The Indian Population
The Indian population, composed of over 500 tribes, will face a number of looming structural and special changes. Overall, the IHS is responsible for the health of over 1.45 million Native Americans (Capper et al., 2001). Over the past 20 years, the Indian population has mirrored many of the problems in the general population for health. The disease burden is shifting from one-off acute conditions to more chronic conditions that require more health resources expended over a longer time period. According to Exhibit 7-10, there is a mixture of acute and chronic conditions that make up for death and hospitalization visits (Capper et al., 2001). On top of these concerns, due to historical and other reasons, Native American tribes have dealt with issues related to substance abuse including alcohol and drugs. While there is definitely a social dimension to these issues, they also have a cost: many of the disorders listed in both hospitalization and death have a direct connection to substance abuse. Finally, the Indian population is also growing older: Although the life expectancy of American Indians is still less than that of other Americans, there is potential there for not only an extension in life, but also for more productivity until the end of life (Capper et al., 2001).
Indian Health Service
The Indian Health Service was created to help provide health care services to Native Americans; however, it only serves as one organization, albeit a crucial one. In addition to the IHS, there are also other organizations administered by tribal authorities including tribal health organizations and outside organizations that offer outreach to Native Americans in urban areas, Overall, the IHS arguably plays the most important (if not the most coordinated) role in providing preventive services and health care to the Indians. Much like the Indian population, however, the IHS is facing severe challenges. The IHS budget, which is part of the discretionary budgetary process, often times is cut or does not receive full funding; at the same time, even when it does there is evidence that it is not managed properly and the object of unduly political influence.
Besides financial management problems, the organization also has internal problems. Due to the agency’s mandate, it boasts an internal workforce of 15,000, a massive amount for any organization. The organization, however, suffers from a number of problems in human resources that includes an unruly workforce and the inability to manage the workforce efficiently over space and time.
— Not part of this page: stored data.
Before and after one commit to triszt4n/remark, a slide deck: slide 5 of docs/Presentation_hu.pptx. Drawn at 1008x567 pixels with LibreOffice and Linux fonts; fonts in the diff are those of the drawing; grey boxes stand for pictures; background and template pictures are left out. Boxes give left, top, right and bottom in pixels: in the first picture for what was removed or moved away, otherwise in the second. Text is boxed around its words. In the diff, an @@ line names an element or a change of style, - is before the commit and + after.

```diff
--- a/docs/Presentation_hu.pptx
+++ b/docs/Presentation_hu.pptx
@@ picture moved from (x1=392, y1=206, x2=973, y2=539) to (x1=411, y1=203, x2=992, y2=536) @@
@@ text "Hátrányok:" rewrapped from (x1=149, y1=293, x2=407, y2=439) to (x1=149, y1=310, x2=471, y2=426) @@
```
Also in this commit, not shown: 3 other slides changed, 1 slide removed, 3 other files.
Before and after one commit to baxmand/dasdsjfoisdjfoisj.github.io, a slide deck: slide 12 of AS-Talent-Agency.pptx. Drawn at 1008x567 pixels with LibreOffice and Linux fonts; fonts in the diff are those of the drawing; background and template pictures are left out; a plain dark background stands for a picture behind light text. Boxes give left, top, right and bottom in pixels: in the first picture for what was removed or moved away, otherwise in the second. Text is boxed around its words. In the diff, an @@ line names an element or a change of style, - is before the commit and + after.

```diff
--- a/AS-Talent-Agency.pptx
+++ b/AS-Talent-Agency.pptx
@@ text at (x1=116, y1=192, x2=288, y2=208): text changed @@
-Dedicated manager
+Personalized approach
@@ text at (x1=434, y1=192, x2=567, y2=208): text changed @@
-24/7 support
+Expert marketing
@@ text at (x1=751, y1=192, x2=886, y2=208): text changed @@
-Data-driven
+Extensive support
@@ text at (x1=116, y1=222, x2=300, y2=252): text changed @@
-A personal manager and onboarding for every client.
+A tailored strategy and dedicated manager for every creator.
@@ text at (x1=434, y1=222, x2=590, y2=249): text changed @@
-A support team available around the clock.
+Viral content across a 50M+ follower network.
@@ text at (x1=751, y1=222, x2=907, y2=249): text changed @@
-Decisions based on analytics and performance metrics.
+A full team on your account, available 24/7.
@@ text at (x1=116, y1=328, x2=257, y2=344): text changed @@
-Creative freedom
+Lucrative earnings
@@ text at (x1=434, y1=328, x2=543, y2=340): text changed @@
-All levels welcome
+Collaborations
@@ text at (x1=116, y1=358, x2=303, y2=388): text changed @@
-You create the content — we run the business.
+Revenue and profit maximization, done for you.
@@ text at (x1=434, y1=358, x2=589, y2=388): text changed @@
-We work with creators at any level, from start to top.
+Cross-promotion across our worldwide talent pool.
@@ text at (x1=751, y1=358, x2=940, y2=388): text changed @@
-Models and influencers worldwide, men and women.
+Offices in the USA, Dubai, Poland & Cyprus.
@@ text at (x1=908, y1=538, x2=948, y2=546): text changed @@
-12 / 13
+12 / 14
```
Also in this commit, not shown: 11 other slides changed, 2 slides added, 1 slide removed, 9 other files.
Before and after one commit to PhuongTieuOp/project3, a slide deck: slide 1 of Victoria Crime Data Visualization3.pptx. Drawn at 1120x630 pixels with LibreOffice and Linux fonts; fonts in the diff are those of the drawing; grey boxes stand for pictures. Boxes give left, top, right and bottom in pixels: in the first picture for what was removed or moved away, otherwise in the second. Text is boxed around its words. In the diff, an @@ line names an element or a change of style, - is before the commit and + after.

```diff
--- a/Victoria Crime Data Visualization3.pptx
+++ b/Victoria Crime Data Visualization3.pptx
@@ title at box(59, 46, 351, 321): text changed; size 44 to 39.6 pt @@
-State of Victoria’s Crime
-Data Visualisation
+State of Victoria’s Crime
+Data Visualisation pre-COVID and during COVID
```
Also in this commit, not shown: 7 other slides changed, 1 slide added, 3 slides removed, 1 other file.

Indeed, in addition to the IHS headquarters based in Washington, D.C., the organization also has a number of offices located throughout the country, in roughly 15 states (Capper et al., 2001). This mammoth organization will need to undergo change in order to keep up with the changes in the population it serves.
Suggestions
The IHS is an organization in need of change. From the organizational dynamics to the services and way the organization is financed, there will need to be a change directive in order to ensure that it is able to provide the services it needs down the road.
The first major issue is financing for the IHS; without a plan to stabilize the organization’s finances, all other change initiatives will not likely work. That will entail a number of proposals. First, the HIS needs to petition (or have Congress do so) to establish regular budget funding that will cover the agency’s basic expenses. There may be a need to have a formula where any additional funding requests by the IHS is part of a discretionary budget process, but the basics of the organization should be funded. Second, the IHS needs to form closer bonds with the state governments and other financing sources in order to communicate the need to integrate existing offerings in a closer manner. Indeed, while Medicaid resources (either via block grant or direct funding) can help individuals in the Indian population not on the reservation, there must be a channel of corporation in which to proceed. The ability to right the organization’s finances will be a key first step in solving the other problems.
The second main change is in the types of services and how services are provided to the Indian community (both on and off the reservation). Currently, there is an overemphasis on treating conditions without an adequate emphasis on prevention of conditions. This is particularly true of many of the substance-abuse related disorders that not only rob the community of productive citizens, but also spend medical resources in a less than optimal way. The emphasis should change through a reallocation of funding that would put preventive services as the first line of defense in community (HHS, 2003). It should also be noted that preventive services need not only be clinical services: indeed, a lot of preventive services that might be of use in this case would leverage off of existing social services that helps to deal with substance abuse, domestic abuse, and other medical conditions that are strongly linked to human behavior. Thus, I would put more funds to those types of services cutting back on (or acquiring more funding) for the hospital-based services that are expensive to administer and do not necessarily solve the problem over the long-run (HHS, 2003).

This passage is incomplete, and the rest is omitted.